To understand what you need to know about ball roll without becoming a graduate of a school specializing in physics, is to simply get a feel for the key components which describe bowling ball motion.

Let’s eliminate as much confusing scientific data as possible in grasping the concept of bowling ball motion.

Here is what is important to know:

When a bowler delivers a ball, the bowler imparts four forces to the ball which affects its roll:

1. initial ball speed - (the speed in mph the ball leaves a bowlers hand)
2. initial rev rate - (the number of revolutions per minutes - high, med. or low revs)
3. initial ball axis tilt - (how much does the ball spin compared to rolling end-over-end)
4. initial axis rotation - (direction of the initial rotation on the ball with respect to the lane)

These factors coupled with the actual lane conditioner on the lane surface affect the ball motion.

To best describe ball motion, simply know that a bowling ball travels and passes through three phases of motion and two transitions. Changes of direction for those of you who can deliver a hook:

1. the skid phase (the first change in direction from skid to hook)
2. the hook phase (the second change in direction from hook to roll)
3. the roll phase ( angle of travel as the ball rolls from the break point to the pocket)

Once the ball reaches it's entry angle at the second transition, the entry angle will remain the same until the ball hits the pins. Don’t worry too much about angle of entry - let your bowling ball seek its own roll path. You only need to align the ball reaction to hit the pocket. Simple enough.

The manufacturers design the coverstocks to help you control skid length. Aggressive coverstocks with matte finishes (textured finishes) gain traction on the lane sooner than polished (less textured and smoother) coverstocks.

You can alter the skid length slightly by changing the surface texture of a given bowling ball. If you need slightly more skid length, use a finer grit pad and reduce the amount of texture on the surface of the ball. Use more grit on the pad to shorten the skid length. Simple enough.
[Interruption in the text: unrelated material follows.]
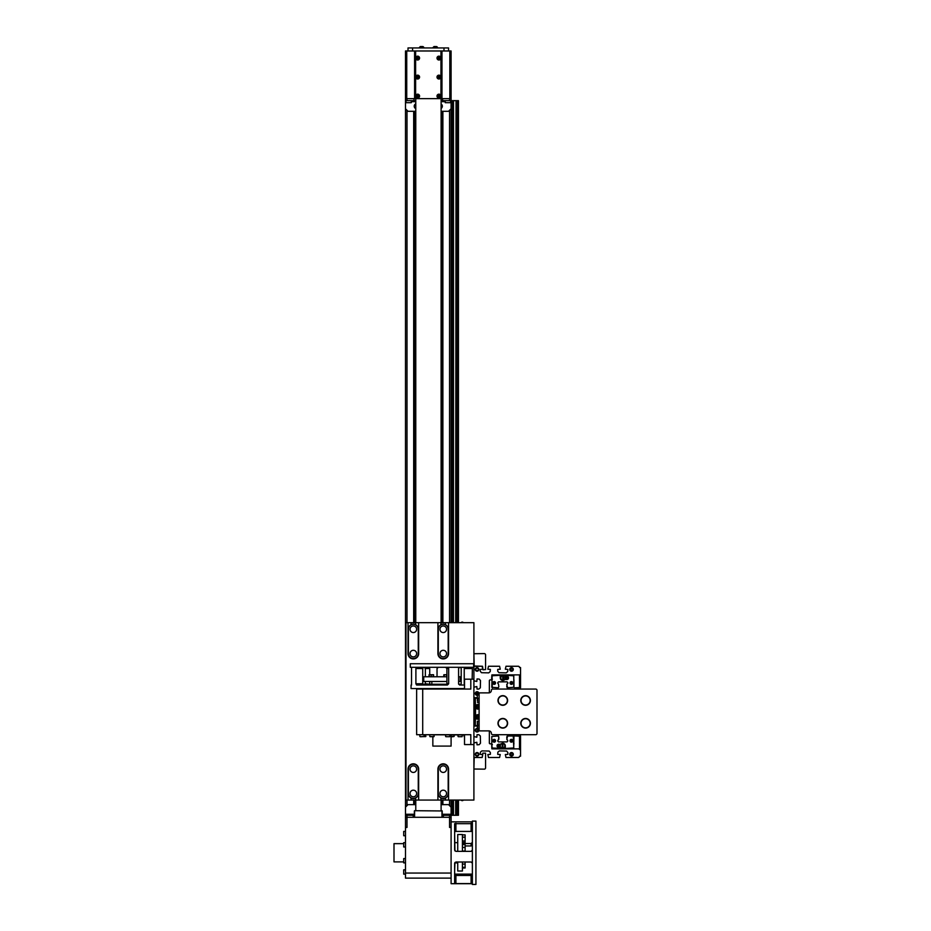 <?xml version="1.0" encoding="UTF-8"?>
<svg xmlns="http://www.w3.org/2000/svg" width="931" height="931" viewBox="0 0 931 931"><rect width="100%" height="100%" fill="white"/><g stroke="black" fill="none" stroke-linecap="round" stroke-linejoin="round"><path stroke-width="1.4" d="M448.556 111.301L441.108 111.301L448.556 111.301L451.093 108.764L448.556 111.301M452.163 622.676L452.163 100.653L451.093 100.653L451.093 98.628L449.568 98.628L449.568 100.653L451.093 100.653L451.093 622.676M405.485 108.764L405.485 100.653L406.998 100.653L406.998 98.628L405.485 98.628L405.485 108.764L408.011 111.301L405.485 108.764L405.485 807.165L405.485 108.764M415.773 111.301L408.011 111.301L415.773 111.301M458.448 800.066L458.448 815.265L449.568 815.277L449.568 817.302L451.093 817.302L451.093 807.165L448.556 804.628L441.108 804.628M415.773 804.628L408.011 804.628L405.485 807.165L405.485 817.302L406.998 817.302L406.998 815.277L405.485 815.277M406.998 100.653L415.773 100.653L413.969 100.653L413.969 98.628L406.998 98.628M449.568 98.628L442.609 98.628L442.609 100.653L441.108 100.653L449.568 100.653M442.225 815.277L443.365 815.277L443.365 817.302L451.093 817.302L451.093 827.438L449.568 827.438L449.568 817.302L406.998 817.302L406.998 827.438L405.485 827.438L405.485 817.302L413.213 817.302L413.213 815.277L414.353 815.277M413.213 815.277L406.998 815.277M449.568 815.277L443.365 815.277M458.448 622.676L458.448 100.653L458.32 622.676M458.32 815.265L458.32 800.066M457.68 815.265L457.68 800.066M457.68 622.676L457.68 100.653L458.32 100.653M457.552 622.676L457.68 100.653M457.552 815.265L457.552 800.066M456.795 622.676L456.795 100.653L457.552 100.653M456.795 815.265L456.795 800.066M456.667 622.676L456.795 100.653M456.667 815.265L456.667 800.066M456.039 815.265L456.039 800.066M456.039 622.676L456.039 100.653L456.667 100.653M455.678 622.676L456.039 100.653M455.678 815.265L455.678 800.066M453.49 622.676L453.49 100.653L455.678 100.653M453.49 815.265L453.49 800.066M452.163 100.653L453.49 100.653M452.163 815.265L452.163 800.066M451.093 807.165L451.093 800.066M442.632 804.628L442.632 800.066M442.632 622.676L442.632 111.301M442.225 804.628L442.225 800.066L442.225 804.628M442.225 622.676L442.225 111.301L442.225 622.676M414.353 804.628L414.353 800.066M414.353 622.676L414.353 111.301M413.946 804.628L413.946 800.066M413.946 622.676L413.946 111.301M441.108 810.703L441.108 800.066M441.108 622.676L441.108 98.628M415.773 810.703L415.773 800.066M415.773 622.676L415.773 98.628M414.598 810.703L441.969 810.959L414.598 810.703L414.598 817.302L441.969 817.302L441.969 810.703M442.225 817.302L442.225 810.959M414.353 817.302L414.353 810.959L414.353 817.302M410.036 653.597A3.293 3.293 0 0 0 414.982 656.448A3.293 3.293 0 0 0 414.982 650.746A3.293 3.293 0 0 0 410.036 653.597M439.944 769.146A3.293 3.293 0 0 0 444.89 771.997A3.293 3.293 0 0 0 444.89 766.294A3.293 3.293 0 0 0 439.944 769.146M410.036 769.146A3.293 3.293 0 0 0 414.982 771.997A3.293 3.293 0 0 0 414.982 766.294A3.293 3.293 0 0 0 410.036 769.146M439.944 653.597A3.293 3.293 0 0 0 444.89 656.448A3.293 3.293 0 0 0 444.89 650.746A3.293 3.293 0 0 0 439.944 653.597M410.036 629.263A3.293 3.293 0 0 0 414.982 632.114A3.293 3.293 0 0 0 414.982 626.412A3.293 3.293 0 0 0 410.036 629.263M439.944 793.48A3.293 3.293 0 0 0 444.89 796.331A3.293 3.293 0 0 0 444.89 790.628A3.293 3.293 0 0 0 439.944 793.48M410.036 793.48A3.293 3.293 0 0 0 414.982 796.331A3.293 3.293 0 0 0 414.982 790.628A3.293 3.293 0 0 0 410.036 793.48M439.944 629.263A3.293 3.293 0 0 0 444.89 632.114A3.293 3.293 0 0 0 444.89 626.412A3.293 3.293 0 0 0 439.944 629.263M461.136 622.676L461.136 622.676A1.234 1.047 180 0 1 463.335 622.676L463.347 622.676M461.229 800.066A1.676 1.42 0 0 0 463.254 800.066M461.136 800.066L461.136 800.066A1.234 1.047 0 0 0 463.335 800.066L463.347 800.066M445.518 798.007L445.518 800.066L437.919 800.066L437.919 769.146A5.318 5.318 0 0 1 443.237 763.827A5.318 5.318 0 0 1 448.556 769.146L448.556 800.066L473.902 800.066L473.902 744.567L464.522 744.567L464.522 734.687M464.522 689.068L464.522 679.188L473.902 679.188L473.902 622.676L448.556 622.676L448.556 653.597A5.318 5.318 0 0 1 443.237 658.915A5.318 5.318 0 0 1 437.919 653.597L437.919 622.676L448.556 622.676M438.175 629.263L438.175 653.597A5.074 5.074 0 0 0 443.237 658.659A5.074 5.074 0 0 0 448.311 653.597L448.311 629.263A5.074 5.074 0 0 0 443.237 624.201A5.074 5.074 0 0 0 438.175 629.263L438.292 629.263A4.946 4.946 0 0 1 443.237 624.329A4.946 4.946 0 0 1 448.183 629.263L448.183 653.597A4.946 4.946 0 0 1 443.237 658.531A4.946 4.946 0 0 1 438.292 653.597L438.292 629.263M440.957 624.736L440.957 622.676M445.518 622.676L445.518 624.736M408.267 629.263L408.267 653.597A5.074 5.074 0 0 0 413.341 658.659A5.074 5.074 0 0 0 418.403 653.597L418.403 629.263A5.074 5.074 0 0 0 413.341 624.201A5.074 5.074 0 0 0 408.267 629.263L408.395 629.263A4.946 4.946 0 0 1 413.341 624.329A4.946 4.946 0 0 1 418.275 629.263L418.275 653.597A4.946 4.946 0 0 1 413.341 658.531A4.946 4.946 0 0 1 408.395 653.597L408.395 629.263M411.06 624.736L411.06 622.676L418.659 622.676L418.659 653.597A5.318 5.318 0 0 1 413.341 658.915A5.318 5.318 0 0 1 408.011 653.597L408.011 622.676L411.06 622.676M415.622 622.676L415.622 624.736M438.175 769.146L438.175 793.48A5.074 5.074 0 0 0 443.237 798.542A5.074 5.074 0 0 0 448.311 793.48L448.311 769.146A5.074 5.074 0 0 0 443.237 764.083A5.074 5.074 0 0 0 438.175 769.146L438.292 769.146A4.946 4.946 0 0 1 443.237 764.211A4.946 4.946 0 0 1 448.183 769.146L448.183 793.48A4.946 4.946 0 0 1 443.237 798.414A4.946 4.946 0 0 1 438.292 793.48L438.292 769.146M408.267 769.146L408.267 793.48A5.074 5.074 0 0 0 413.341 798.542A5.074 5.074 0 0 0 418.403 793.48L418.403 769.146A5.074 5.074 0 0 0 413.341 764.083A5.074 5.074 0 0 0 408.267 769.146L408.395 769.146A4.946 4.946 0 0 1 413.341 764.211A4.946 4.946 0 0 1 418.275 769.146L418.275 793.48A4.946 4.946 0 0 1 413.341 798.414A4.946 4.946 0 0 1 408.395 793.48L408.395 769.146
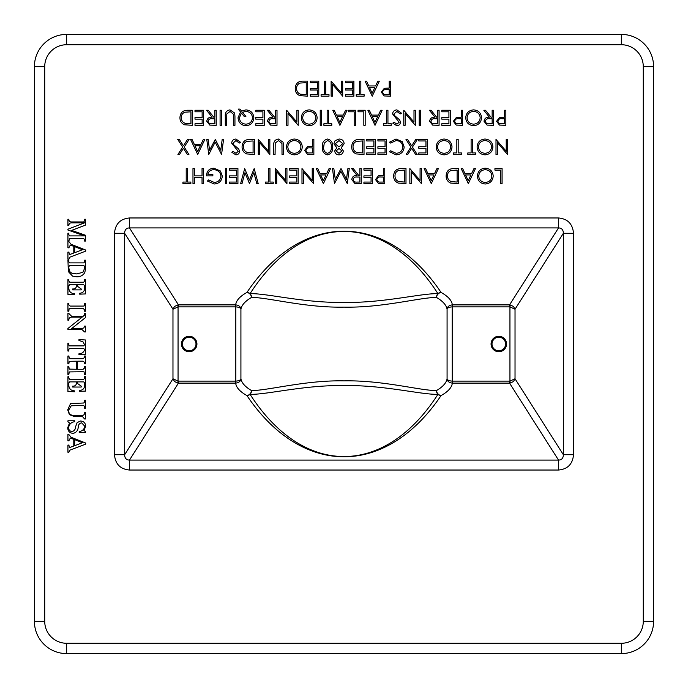 <?xml version="1.0" encoding="UTF-8"?>
<svg xmlns="http://www.w3.org/2000/svg" width="688" height="688" viewBox="0 0 688 688"><rect width="100%" height="100%" fill="white"/><g stroke="black" fill="none" stroke-linecap="round" stroke-linejoin="round"><path stroke-width="1.03" d="M189.2 350.794A6.794 6.794 0 0 0 195.082 340.603A6.794 6.794 0 0 0 183.318 340.603A6.794 6.794 0 0 0 189.2 350.794M189.2 351.74A7.74 7.74 0 0 0 195.899 340.13A7.74 7.74 0 0 0 182.501 340.13A7.74 7.74 0 0 0 189.2 351.74M498.8 350.794A6.794 6.794 0 0 0 504.682 340.603A6.794 6.794 0 0 0 492.918 340.603A6.794 6.794 0 0 0 498.8 350.794M498.8 351.74A7.74 7.74 0 0 0 505.499 340.13A7.74 7.74 0 0 0 492.101 340.13A7.74 7.74 0 0 0 498.8 351.74M447.08 309.23C446.349 305.085 442.814 301.146 436.459 297.414C419.439 297.483 382.519 307.914 343.957 307.132C305.094 307.88 268.44 297.448 251.541 297.414C245.186 301.146 241.651 305.085 240.92 309.23C240.602 307.88 238.882 307.097 235.76 306.874L235.821 304.887C238.942 305.291 240.645 306.736 240.92 309.23L240.92 378.77C241.651 382.915 245.186 386.854 251.541 390.586C268.561 390.517 305.481 380.086 344.043 380.868C382.906 380.12 419.56 390.552 436.459 390.586C442.814 386.854 446.349 382.915 447.08 378.77C447.398 380.12 449.118 380.903 452.24 381.126L452.179 383.113C449.058 382.709 447.355 381.264 447.08 378.77L447.08 309.23C447.355 306.736 449.058 305.291 452.179 304.887L452.24 306.874C449.109 307.097 447.398 307.88 447.08 309.23M510.204 383.061L509.946 381.1L515.028 378.77L513.437 381.573L510.204 383.061A5.126 5.091 147.6 0 1 509.55 383.113L452.326 383.113C451.853 387.49 448.103 391.635 441.085 395.557C386.02 477.197 301.98 477.197 246.915 395.557A5.16 4.489 119 0 0 251.541 390.586A5.16 4.618 -87.6 0 1 250.062 394.336C303.339 477.274 384.661 477.274 437.938 394.336C421.133 394.8 383.904 384.902 344.043 385.598C304.492 384.867 266.987 394.774 250.062 394.336A5.16 4.893 145.1 0 1 246.915 395.557C239.897 391.635 236.147 387.49 235.674 383.113L235.76 381.126C238.891 380.903 240.602 380.12 240.92 378.77C240.645 381.264 238.942 382.709 235.821 383.113L178.45 383.113A5.126 5.091 -147.6 0 1 177.796 383.061L174.563 381.573L172.972 378.77L178.054 381.1L177.796 383.061M437.938 293.664C384.661 210.726 303.339 210.726 250.062 293.664C266.867 293.2 304.096 303.098 343.957 302.402C383.508 303.133 421.013 293.226 437.938 293.664A5.16 4.618 92.4 0 0 436.459 297.414A5.16 4.489 119 0 1 441.085 292.443A5.16 4.893 145.1 0 0 437.938 293.664M34.4 66.65L34.4 621.35L34.4 66.65A32.25 32.25 0 0 1 66.65 34.4L621.35 34.4L66.65 34.4A32.25 32.25 0 0 0 34.4 66.65A32.25 32.25 0 0 1 66.65 34.4A32.25 32.25 0 0 0 34.4 66.65L44.72 66.65L44.72 621.35A21.93 21.93 0 0 0 66.65 643.28L621.35 643.28A21.93 21.93 0 0 0 643.28 621.35L643.28 66.65A21.93 21.93 0 0 0 621.35 44.72L66.65 44.72A21.93 21.93 0 0 0 44.72 66.65M66.65 653.6L621.35 653.6L66.65 653.6A32.25 32.25 0 0 1 34.4 621.35A32.25 32.25 0 0 0 66.65 653.6A32.25 32.25 0 0 1 34.4 621.35A32.25 32.25 0 0 0 66.65 653.6L66.65 643.28M653.6 621.35L653.6 66.65L653.6 621.35A32.25 32.25 0 0 1 621.35 653.6A32.25 32.25 0 0 0 653.6 621.35L643.28 621.35M177.796 304.939L178.054 306.9L172.972 309.23L174.563 306.427L177.796 304.939A5.126 5.091 -32.4 0 1 178.45 304.887L235.674 304.887C236.147 300.51 239.897 296.365 246.915 292.443A5.16 4.489 -119 0 1 251.541 297.414A5.16 4.618 -92.4 0 0 250.062 293.664A5.16 4.893 -145.1 0 0 246.915 292.443C301.98 210.803 386.02 210.803 441.085 292.443C448.103 296.365 451.853 300.51 452.326 304.887L509.55 304.887A5.126 5.091 32.4 0 1 510.204 304.939L513.437 306.427L515.028 309.23L509.946 306.9L510.204 304.939M235.821 383.113L235.821 304.887M452.179 304.887L452.24 381.126A3270.485 98.823 91.1 0 0 452.326 381.126L452.179 383.113M441.085 395.557A5.16 4.489 -119 0 1 436.459 390.586A5.16 4.618 87.6 0 0 437.938 394.336A5.16 4.893 -145.1 0 0 441.085 395.557M114.483 454.708L114.483 233.292C115.317 223.927 120.314 218.818 129.482 217.967L129.482 227.917L178.45 304.887L178.45 306.874A3.044 3.044 0 0 0 178.054 306.9L178.054 381.1A3.044 3.044 0 0 0 178.45 381.126L178.45 383.113L129.482 460.083L558.518 460.083C561.7 459.997 563.309 458.208 563.352 454.708L573.517 454.708C572.683 464.073 567.686 469.182 558.518 470.033L129.482 470.033C120.314 469.182 115.317 464.073 114.483 454.708L124.648 454.708C124.691 458.208 126.3 459.997 129.482 460.083L129.482 470.033M129.482 217.967L558.518 217.967C567.686 218.818 572.683 223.927 573.517 233.292L563.352 233.292L515.028 309.23L515.028 378.77L563.352 454.708L563.352 233.292C563.309 229.792 561.7 228.003 558.518 227.917L129.482 227.917C126.3 228.003 124.691 229.792 124.648 233.292L124.648 454.708L172.972 378.77L172.972 309.23L124.648 233.292L114.483 233.292M452.326 381.126L509.55 381.126L509.55 383.113L558.518 460.083L558.518 470.033M558.518 217.967L558.518 227.917L509.55 304.887L509.55 306.874L452.326 306.874M621.35 34.4A32.25 32.25 0 0 1 653.6 66.65A32.25 32.25 0 0 0 621.35 34.4L621.35 44.72M187.575 182.071L190.851 182.071L190.851 183.61L182.939 183.61L182.939 182.071L186.216 182.071L186.216 168.56L187.575 168.56L187.575 182.071M203.39 168.56L203.39 183.61L202.04 183.61L202.04 177.435L194.326 177.435L194.326 183.61L192.975 183.61L192.975 168.56L194.326 168.56L194.326 175.896L202.04 175.896L202.04 168.56L203.39 168.56M214.209 183.997L207.441 181.039L208.602 179.946L214.252 182.449C218.234 182.157 220.461 180.058 220.951 176.154C220.375 172.077 218.001 169.936 213.822 169.721C210.614 169.773 208.619 171.312 207.828 174.348L212.85 174.348L212.85 175.896L206.477 175.896C206.684 171.08 209.169 168.508 213.934 168.173L220.452 171.02L222.301 176.094C221.828 180.996 219.137 183.636 214.209 183.997M226.739 168.56L226.739 183.61L225.389 183.61L225.389 168.56L226.739 168.56M237.928 168.56L237.928 183.61L229.439 183.61L229.439 182.071L236.577 182.071L236.577 177.435L229.439 177.435L229.439 175.896L236.577 175.896L236.577 170.099L229.439 170.099L229.439 168.56L237.928 168.56M254.19 168.56L258.189 183.61L256.796 183.61L253.846 172.576L249.469 183.61L244.971 172.645L242.013 183.61L240.628 183.61L244.687 168.56L249.409 180.067L254.19 168.56M269.963 182.071L273.239 182.071L273.239 183.61L265.327 183.61L265.327 182.071L268.612 182.071L268.612 168.56L269.963 168.56L269.963 182.071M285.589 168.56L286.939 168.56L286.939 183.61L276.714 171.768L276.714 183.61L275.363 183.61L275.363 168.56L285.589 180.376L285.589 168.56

The manufacturers also design inner cores to control the degree of hook potential a ball shows as it travels on the back end of the lane. Symmetric ball designs have a fairly stable core design and produces a controllable and an even arc rolling motion.

To add some length and a sharper hook on the back end, use an asymmetric ball. Simple enough.

You need not understand bowling ball symmetry science to use what the manufacturers provide to your advantage.


Once you have selected your ball, the drilling layout will also affect the ball motion. Some layouts will create a less aggressive and more controllable ball reaction while others can do the opposite.

The net effect is that in choosing a given drilling layout, you influence the ball motion beyond the scope of a standard layout most commonly used by pro shop professionals today.

It is not vital for you to understand every scientific term to be a good bowler.

If you rely on the technology as planned by the manufacturer, describe the type of ball motion you seek in comparison to what you presently have, your pro shop professional can help you find a suitable bowling ball and an appropriate drilling layout.

Then you merely need to bowl with the ball and you can further tweak the coverstock to slightly alter the reaction. Pretty easy.

There is no need for you to become a scientist to understand bowling balls.

Because there are so many great choices in today’s bowling ball technology, keep your ball selection strategy simple.